A pioneering developmental psychologist who shed light on the inner world of young children, and how they interact with their mothers, has died.
John Newson was born in London on 10 December 1925 and brought up in Essex. His studies for an extension degree in maths and physics were broken by military service as a signaller in the Second World War. After a brief period as a teacher, he switched to the study of psychology, graduating from University College London in 1951.
A large element of the course was statistics, where Professor Newson soon revealed an exceptional talent that would prove crucial for all his subsequent research and that landed him a job as an assistant lecturer at the University of Nottingham before he had even completed his degree. He was to spend the rest of his working life there and was appointed to a professorship in 1975.

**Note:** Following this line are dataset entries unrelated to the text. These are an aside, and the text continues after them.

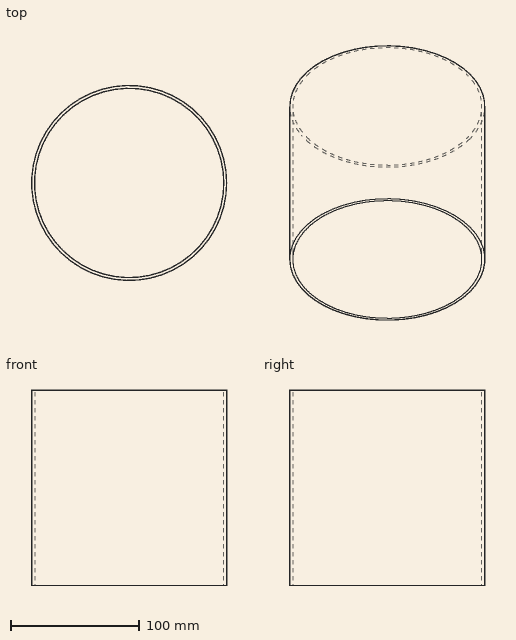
import cadquery as cq

inner_diameter = 147.32
wall_thickness = 2.4
height = 152.4

outer_diameter = inner_diameter + 2 * wall_thickness

result = (
    cq.Workplane("XY")
    .circle(outer_diameter / 2)
    .circle(inner_diameter / 2)
    .extrude(height)
)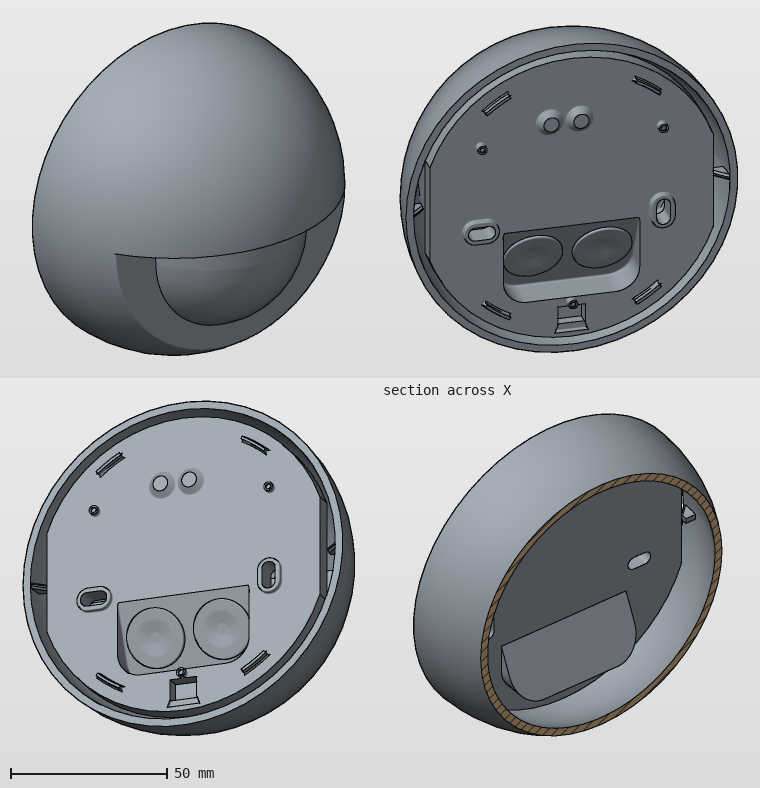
import cadquery as cq
import math


dome_radius = 55.0
wall = 2.5
rim_x = -0.2
inner_radius = dome_radius - wall
notch_x = 31.9
notch_edge_fillet = 0.5

stop_rib_width = 1.9
stop_rib_chamfer = 0.7
stop_rib_reach = 4.3
stop_rib_front_x = 0.3
stop_rib_length = 6.6

lens_radius = 32.2
lens_axis_x = 18.4
lens_ball_z = -7.4
lens_lean = 1.6

plate_face_x = 0.2
plate_thickness = 6.0
plate_radius = 49.8
plate_half_width = 47.0
plate_back_x = plate_face_x + plate_thickness
bump_fillet = 0.4

tall_bump_x = -2.0
low_bump_x = -1.6

rib_circle_radius = 44.9
rib_width = 1.0
rib_half_span = 6.1
rib_angles = [56.1, 123.9, 236.1, 303.9]

post_radius = 1.48
post_dimple_radius = 0.9
post_dimple_depth = 0.5
post_places = [(30.0, 21.8), (-30.0, 21.8), (0, -37.5)]

cone_top_radius = 2.5
cone_base_radius = 4.5
cone_top_x = -1.8
cone_places = [(7.1, 27.8), (-2.7, 27.8)]

boss_length = 11.7
boss_width = 7.8
boss_edge_fillet = 0.3
slot_length = 9.0
slot_width = 4.6
boss_places = [(30.1, -8.2, 0), (-30.0, -8.2, 90)]

pocket_width = 45.2
pocket_top_z = -10.1
pocket_bottom_z = -35.7
pocket_corner = 8.0
pocket_floor_fillet = 0.5
pocket_slope = 25.0
pocket_wall = 2.2
pocket_height = pocket_top_z - pocket_bottom_z
pocket_depth = pocket_height * math.tan(math.radians(pocket_slope))

window_width = 9.1
window_top_z = -38.8
window_bottom_z = -45.5
window_depth = 5.0
recess_bottom_z = -48.1
recess_bottom_width = 11.1
recess_depth = 1.3
recess_floor_fillet = 0.4

grommet_radius = 9.8
grommet_thickness = 1.1
grommet_spacing = 23.0
grommet_z = -21.8
dish_radius = 5.9
dish_bottom_radius = 1.9
dish_depth = 0.8
dish_lip_fillet = 5.0
grommet_edge_fillet = 0.4


def box_between(x_range, y_range, z_range):
    """Box between the given limits."""
    size = [high - low for low, high in (x_range, y_range, z_range)]
    corner = (x_range[0], y_range[0], z_range[0])
    return cq.Workplane("XY").box(*size, centered=False).translate(corner)


def sketch_at(x):
    """Workplane across X, with Y and Z as its two directions."""
    return cq.Workplane("YZ", origin=(x, 0, 0))


def truncated_hemisphere(radius, end_x, edge_fillet):
    """Half ball cut off flat at end_x, with a rounded edge there."""
    tilt = math.asin((end_x - edge_fillet) / (radius - edge_fillet))

    def on_circle(distance, angle):
        return (distance * math.sin(angle), distance * math.cos(angle))

    fillet_x, fillet_y = on_circle(radius - edge_fillet, tilt)
    offset_x, offset_y = on_circle(edge_fillet, (tilt + math.pi / 2) / 2)
    return (
        cq.Workplane("XY")
        .lineTo(0, radius)
        .threePointArc(on_circle(radius, tilt / 2), on_circle(radius, tilt))
        .threePointArc((fillet_x + offset_x, fillet_y + offset_y), (end_x, fillet_y))
        .lineTo(end_x, 0)
        .close()
        .revolve(360, (0, 0), (1, 0))
    )


def notched_hemisphere(radius, step_x, ceiling_z):
    """Half ball on the +X side that ends at step_x below ceiling_z."""
    sideways = (-radius, radius)
    upper = cq.Workplane("YZ").sphere(radius).intersect(
        box_between((0, radius), sideways, (ceiling_z, radius))
    )
    lower = truncated_hemisphere(radius, step_x, notch_edge_fillet).intersect(
        box_between((0, step_x), sideways, (-radius, ceiling_z))
    )
    return upper.union(lower)


def make_stop_rib():
    """Rib on the +Y side of the shell, with a chamfered 45 degree front."""
    root_y = inner_radius + wall / 2
    tip_y = inner_radius - stop_rib_reach
    back_x = stop_rib_front_x + stop_rib_length
    profile = [
        (stop_rib_front_x, root_y),
        (stop_rib_front_x, inner_radius - stop_rib_front_x),
        (inner_radius - tip_y, tip_y),
        (back_x, tip_y),
        (back_x, root_y),
    ]
    rib = cq.Workplane("XY").polyline(profile).close().extrude(stop_rib_width / 2, both=True)
    sloped_face = rib.faces(cq.selectors.DirectionNthSelector(cq.Vector(-1, -1, 0), -1))
    return sloped_face.edges("not |Z").chamfer(stop_rib_chamfer)


def make_housing():
    outside = notched_hemisphere(dome_radius, notch_x, 0)
    lip = sketch_at(rim_x).circle(dome_radius).circle(inner_radius).extrude(-rim_x)
    shell = outside.cut(notched_hemisphere(inner_radius, notch_x - wall, wall))
    rib = make_stop_rib().intersect(cq.Workplane("XY").sphere(dome_radius - wall / 2))
    return shell.union(lip).union(rib).union(rib.mirror("XZ"))


def make_lens():
    """Leaning post with a ball end, trimmed to sit in the corner of the notch."""
    ball_end_z = lens_ball_z - lens_radius
    body = (
        cq.Workplane("XZ")
        .moveTo(0, ball_end_z)
        .threePointArc(
            (lens_radius * math.sqrt(0.5), lens_ball_z - lens_radius * math.sqrt(0.5)),
            (lens_radius, lens_ball_z),
        )
        .lineTo(lens_radius, wall)
        .lineTo(0, wall)
        .close()
        .revolve(360, (0, 0), (0, 1))
        .rotate((0, 0, lens_ball_z), (0, 1, lens_ball_z), lens_lean)
        .translate((lens_axis_x, 0, 0))
    )
    corner = box_between((notch_x, dome_radius), (-dome_radius, dome_radius), (-dome_radius, 0))
    return body.intersect(corner)


def make_curved_rib(angle):
    """Rib along a circle around the plate's centre; angle is measured from +Y."""
    inner = rib_circle_radius - rib_width / 2
    outer = rib_circle_radius + rib_width / 2

    def at(radius, degrees):
        return (radius * math.cos(math.radians(degrees)), radius * math.sin(math.radians(degrees)))

    start = angle - rib_half_span
    end = angle + rib_half_span
    return (
        sketch_at(tall_bump_x)
        .moveTo(*at(inner, start))
        .lineTo(*at(outer, start))
        .threePointArc(at(outer, angle), at(outer, end))
        .lineTo(*at(inner, end))
        .threePointArc(at(inner, angle), at(inner, start))
        .close()
        .extrude(plate_face_x - tall_bump_x)
    )


def make_cone(place):
    """Cone with a flat top."""
    return (
        sketch_at(cone_top_x)
        .center(*place)
        .circle(cone_top_radius)
        .workplane(offset=plate_face_x - cone_top_x)
        .circle(cone_base_radius)
        .loft()
    )


def make_disc_with_bumps():
    flats = box_between(
        (plate_face_x, plate_back_x), (-plate_half_width, plate_half_width), (-plate_radius, plate_radius)
    )
    disc = sketch_at(plate_face_x).circle(plate_radius).extrude(plate_thickness).intersect(flats)
    for angle in rib_angles:
        disc = disc.union(make_curved_rib(angle))
    for place in cone_places:
        disc = disc.union(make_cone(place))
    posts = sketch_at(tall_bump_x).pushPoints(post_places).circle(post_radius)
    disc = disc.union(posts.extrude(plate_face_x - tall_bump_x))
    for y, z, turn in boss_places:
        boss = sketch_at(low_bump_x).center(y, z).slot2D(boss_length, boss_width, turn)
        boss = boss.extrude(plate_face_x - low_bump_x).faces("<X").edges().fillet(boss_edge_fillet)
        disc = disc.union(boss)
    reach = rib_circle_radius + 2 * rib_width
    bump_roots = cq.selectors.BoxSelector(
        (plate_face_x - 0.01, -reach, -reach), (plate_face_x + 0.01, reach, reach), boundingbox=True
    )
    return disc.edges(bump_roots).fillet(bump_fillet)


def make_pocket_wedge(margin):
    """Wedge with a sloping floor and two rounded lower corners, grown by margin on every side."""
    slope = math.radians(pocket_slope)
    floor_shift = margin / math.cos(slope)
    top_z = pocket_top_z + margin
    bottom_z = pocket_bottom_z - margin
    front_x = tall_bump_x if margin == 0 else plate_face_x
    block = (
        sketch_at(front_x)
        .center(0, (top_z + bottom_z) / 2)
        .rect(pocket_width + 2 * margin, top_z - bottom_z)
        .extrude(pocket_depth + floor_shift + 2 * pocket_wall)
        .edges("|X and <Z")
        .fillet(pocket_corner + margin)
    )
    top_x = plate_face_x + floor_shift - margin * math.tan(slope)
    bottom_x = top_x + (top_z - bottom_z) * math.tan(slope)
    side = (
        cq.Workplane("XZ")
        .polyline([(front_x, top_z), (top_x, top_z), (bottom_x, bottom_z), (front_x, bottom_z)])
        .close()
        .extrude(pocket_width, both=True)
    )
    return block.intersect(side)


def make_latch_opening():
    window = box_between(
        (tall_bump_x, plate_face_x + window_depth),
        (-window_width / 2, window_width / 2),
        (window_bottom_z, window_top_z),
    )
    half_top = window_width / 2
    half_bottom = recess_bottom_width / 2
    recess = (
        sketch_at(plate_face_x)
        .polyline(
            [
                (-half_top, window_bottom_z),
                (half_top, window_bottom_z),
                (half_bottom, recess_bottom_z),
                (-half_bottom, recess_bottom_z),
            ]
        )
        .close()
        .extrude(recess_depth)
        .faces(">X")
        .edges("not >Z")
        .fillet(recess_floor_fillet)
    )
    return window.union(recess)


def make_base_plate():
    plate = make_disc_with_bumps().union(make_pocket_wedge(pocket_wall))
    floor_edges = cq.selectors.BoxSelector(
        (plate_face_x, -pocket_width, pocket_bottom_z - 1.1),
        (plate_face_x + 2 * pocket_depth, pocket_width, pocket_top_z - 1.1),
    )
    pocket = make_pocket_wedge(0)
    pocket = pocket.faces(">X").edges().edges(floor_edges).fillet(pocket_floor_fillet)
    plate = plate.cut(pocket).cut(make_latch_opening())
    for y, z, turn in boss_places:
        slot = sketch_at(low_bump_x).center(y, z).slot2D(slot_length, slot_width, turn)
        plate = plate.cut(slot.extrude(plate_back_x - low_bump_x))
    dimples = sketch_at(tall_bump_x).pushPoints(post_places).circle(post_dimple_radius)
    return plate.cut(dimples.extrude(post_dimple_depth))


def make_grommet(y):
    """Round disc with a dished face, lying on the sloping pocket floor."""
    slope = math.radians(pocket_slope)
    floor_x = plate_face_x + (pocket_top_z - grommet_z) * math.tan(slope)
    section_plane = cq.Plane(
        origin=(floor_x, y, grommet_z), xDir=(0, 1, 0), normal=(-math.sin(slope), 0, math.cos(slope))
    )
    profile = [
        (0, 0),
        (grommet_radius, 0),
        (grommet_radius, grommet_thickness),
        (dish_radius, grommet_thickness),
        (dish_bottom_radius, grommet_thickness - dish_depth),
        (0, grommet_thickness - dish_depth),
    ]
    disc = cq.Workplane(section_plane).polyline(profile).close().revolve(360, (0, 0), (0, 1))
    disc = disc.edges(cq.selectors.RadiusNthSelector(1)).fillet(dish_lip_fillet)
    return disc.edges(cq.selectors.RadiusNthSelector(-1)).edges("<X").fillet(grommet_edge_fillet)


housing = make_housing()
lens = make_lens()
base_plate = make_base_plate()
grommets = [make_grommet(side * grommet_spacing / 2) for side in (-1, 1)]

result = cq.Compound.makeCompound(
    [housing.val(), lens.val(), base_plate.val(), *[grommet.val() for grommet in grommets]]
)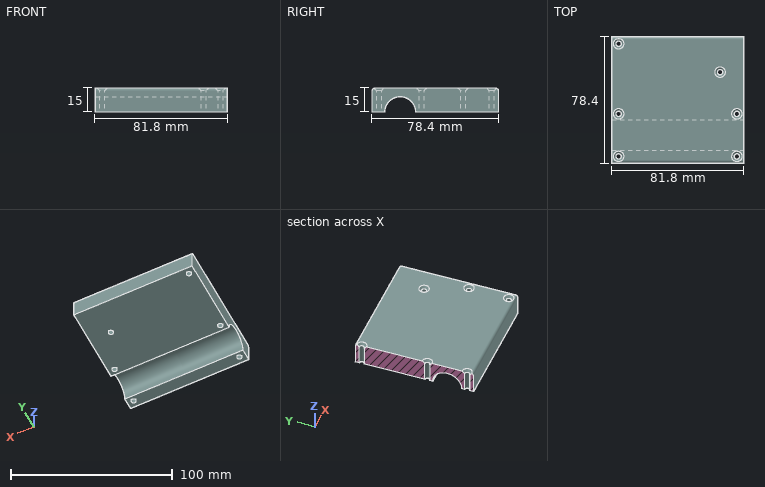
import cadquery as cq

length = 81.8
width = 78.4
height = 15.0
edge_radius = 2.0

channel_radius = 9.5
channel_y = -21.7

hole_diameter = 3.2
countersink_diameter = 6.5
countersink_angle = 90.0
hole_inset = 4.3
side_hole_x = length / 2 - hole_inset
channel_hole_offset = 13.2
back_hole_y = width / 2 - hole_inset
inner_hole = (26.2, 17.3)


def rounded_plate():
    """Block with its two long top edges rounded."""
    block = cq.Workplane("XY").box(length, width, height, centered=(True, True, False))
    return block.edges("|X and >Z").fillet(edge_radius)


def channel_cutter():
    """Cylinder along X whose axis lies in the underside."""
    return (
        cq.Workplane("YZ")
        .center(channel_y, 0)
        .circle(channel_radius)
        .extrude(length / 2, both=True)
    )


def screw_hole_points():
    """Pairs on either side of the channel, one back corner hole and one inner hole."""
    pairs = [
        (x, channel_y + offset)
        for x in (-side_hole_x, side_hole_x)
        for offset in (-channel_hole_offset, channel_hole_offset)
    ]
    return pairs + [(-side_hole_x, back_hole_y), inner_hole]


plate = rounded_plate().cut(channel_cutter())
result = (
    plate.faces(">Z")
    .workplane(origin=(0, 0, height))
    .pushPoints(screw_hole_points())
    .cskHole(hole_diameter, countersink_diameter, countersink_angle)
)

In collaboration with his wife Elizabeth, who became professor of developmental psychology at Nottingham, Professor Newson carried out an innovative 20-year research project at their Child Development Research Unit. This was based on interviews with more than 700 families, when the children were aged four, seven, 11, 16 and 22, exploring the impact of factors such as class, gender and place of birth. The findings were published in a series of major books: Infant Care in An Urban Community (1963), Four Years Old in An Urban Community (1968), Seven Years Old in the Home Environment (1976) and Perspectives on School at Seven Years Old (1977).
According to Colwyn Trevarthen, emeritus professor of child psychology and psychobiology at the University of Edinburgh, Professor Newson played a central role in the revolution in psychology that revealed infants to be "persons with intelligent intentions, with minds and sociable feelings".
Professor Trevarthen said that through "careful description and measurement of the process of communication between babies and their mothers", Professor Newson found ways to illuminate "the wonderful collaboration between infantile desires to express and respond to fundamental motives and feelings expressed in their own and others' body movements, and the mother's affectionate desire to make sense, according to the traditions and language of her adult world, of what her baby was 'telling' her".
Though much of his work involved video recording and complex number-crunching, Professor Newson was also a keen carpenter whose love of designing and constructing toys is reflected in his celebrated book Toys and Playthings: In Development and Remediation (1979).
Professor Newson died on 15 May 2010 and is survived by his wife, their three children and four grandchildren.